Le Président tunisien Kaïs Saïed a ordonné à la dernière minute un référendum pour changer la constitution. Il se tiendra le 25 juillet prochain. Est-ce un nouveau départ dans un pays qui est dans une crise profonde, politique comme économique ?
La Tunisie n’en finit pas de se chercher. Le Président Kaïs Saïed élu en 2019 par 73% des Tunisiens s’est engagé dans une bataille solitaire de réforme des institutions de la jeune démocratie tunisienne. En ordonnant un référendum pour faire émerger une nouvelle constitution, il essaye de sortir la Tunisie de la crise politique dans laquelle elle s’était elle-même plongée avec une assemblée nationale éclatée et une classe politique totalement immature.
On attend la constitution préparée par le Président qui devra être présentée d’ici fin juin au peuple, mais il est certain qu’elle devrait tendre vers un régime présidentiel.
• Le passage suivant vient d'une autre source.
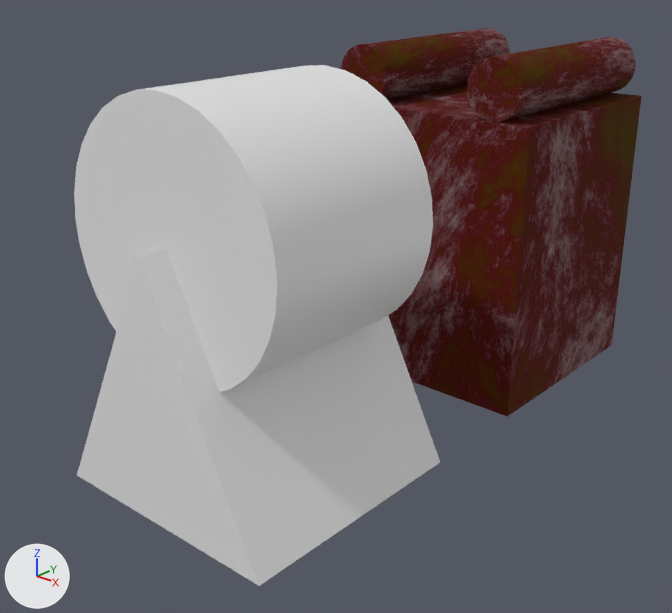
Two versions of the Blender file Assets/apoios.blend, one commit apart.
Rendered twice from a 50 mm lens placed at (4.58, -4.36, 2.87), pointed at (-0.17, 1.08, -0.01). Arrows for +X, +Y and +Z are at lower left; the lights stay in place.
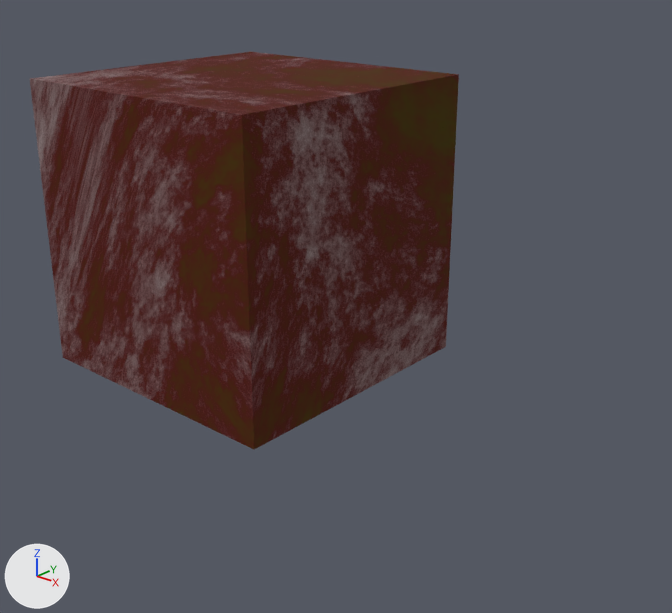
Where the change shows, as pixel boxes (x1, y1, x2, y2) in the pictures (672 x 613 px):
'Cylinder', reshaped, moved, turned, rescaled: before (74, 65, 433, 392); after (30, 52, 459, 449)
'Cube', deleted: before (77, 248, 440, 586)
'Cube.001', deleted: before (387, 84, 641, 416)
'Cylinder.001', deleted: before (467, 37, 636, 122)
'Cylinder.002', deleted: before (341, 28, 510, 99)
part 1 of me_cylinder, cut back: before (74, 65, 433, 392); after (30, 52, 459, 449)

The edits, one by one:
me_cylinder is used by ob_cylinder; location (0.0, 0.0, 1.0); rotation (1.571, 0.0, 0.0), in degrees (90, 0, 0); scale (1.0, 1.0, 0.77).
me_cylinder had 64 vertices, 34 faces and spanned x -1.0..1.0, y -1.0..1.0, z -1.0..1.0.
me_cylinder now has 8 vertices, 6 faces and spans x -1.0..1.0, y -1.0..1.0, z 0.0..2.0.
me_cylinder part 1: the whole mesh is rebuilt.
me_cylinder part 2: the surface is now shaded flat.
me_cylinder now uses material mat_material_001.
Object 'Cube' (ob_cube) is deleted.
Object 'Cylinder' (ob_cylinder) turns from (90, 0, 0) to (0, 0, 0) degrees about x, y and z.
Object 'Cylinder' (ob_cylinder) is rescaled from (1.0, 1.0, 0.77) to (1.0, 1.0, 1.0).
Object 'Cylinder' (ob_cylinder) moves from (0.0, 0.0, 1.0) to (0.0, 0.0, 0.0).
Object 'Cube.001' (ob_cube_001) is deleted.
Object 'Cylinder.001' (ob_cylinder_001) is deleted.
Object 'Cylinder.002' (ob_cylinder_002) is deleted.

Il faut dire que Kaïs Saïed est sans nul doute un des hommes les plus compétent de Tunisie sur le sujet. Professeur de droit constitutionnel il connait parfaitement le sujet et les pièges de chacune des options qui vont être contenues dans le texte. La mascarade de commission ad hoc pour valider le texte constitutionnel a du mal à cacher sa volonté de diriger le sujet.
Le Président tunisien a depuis 1 an pris tous les pouvoirs dans un régime devenu ingouvernable, incapable de se nommer un gouvernement. La crise du Covid puis maintenant la guerre en Ukraine ne lui ont pas facilité les choses.
La Tunisie est entrée dans une crise économique profonde. La récession historique de 8,7% en 2020 n’a pas été annulée par une croissance de 3,1 % en 2021. Le chômage est à la limite du supportable, le tourisme se redresse lentement, mais n’a pas su se rénover et investir depuis 10 ans, se tournant vers un tourisme à bas coût et donc peu rémunérateur.
La sensibilité de la Tunisie à la consommation des ménages est importante et cette dernière est en berne. L’inflation va dépasser les 7% et les prévisions de croissance viennent de passer en dessous des 2%.
La période est donc cruciale, il faut redonner l’espoir à une Tunisie déprimée, regagner la confiance dans les institutions, tout en sauvegardant les acquis de la révolution et relancer l’économie dans un contexte de crise et de hausse du coût des matières !
La tâche est rude pour un homme inconnu il y a 5 ans et peu aguerri au pouvoir !
Une relance économique massive en ayant recours à l’endettement et par la conclusion d’un accord avec le FMI est donc impérative, mais ce dernier désire avoir plus de visibilité sur la stabilité des institutions. Un cercle vicieux dont le référendum pourrait être un marqueur de sortie par le haut de cette mauvaise visibilité de l’avenir tunisien.
La 2ème réforme obligatoire va être celle des entreprises publiques et des administrations. Personnel pléthorique, performance très mauvaise des entreprises publiques… La clé viendra aussi de la capacité de l’état de remettre de l’ordre chez lui. Mais pour cela il faudra museler le très puissant syndicat UGTT qui fait la pluie et beau temps et qui est surtout plus puissant aujourd’hui que l’état tunisien lui-même.
On observera avec attention le taux de participation au référendum, autant que le contenu du référendum lui-même ou de son résultat. L’adhésion populaire forte est absolument nécessaire pour réaliser des changements qui peuvent être douloureux.
Les fondamentaux de la Tunisie restent bons, une population bien formée, peu onéreuse, des infrastructures solides, des entreprises nombreuses. Il ne faudrait pas longtemps pour que cela redémarre.
On observera aussi le redémarrage de la Lybie qui, à elle seule, peut donner l’impulsion nécessaire à l’économie tunisienne.
Si beaucoup de Tunisiens regrettent le temps de Ben Ali, une voie nouvelle doit s’ouvrir et un changement de constitution est inévitable pour pouvoir avancer.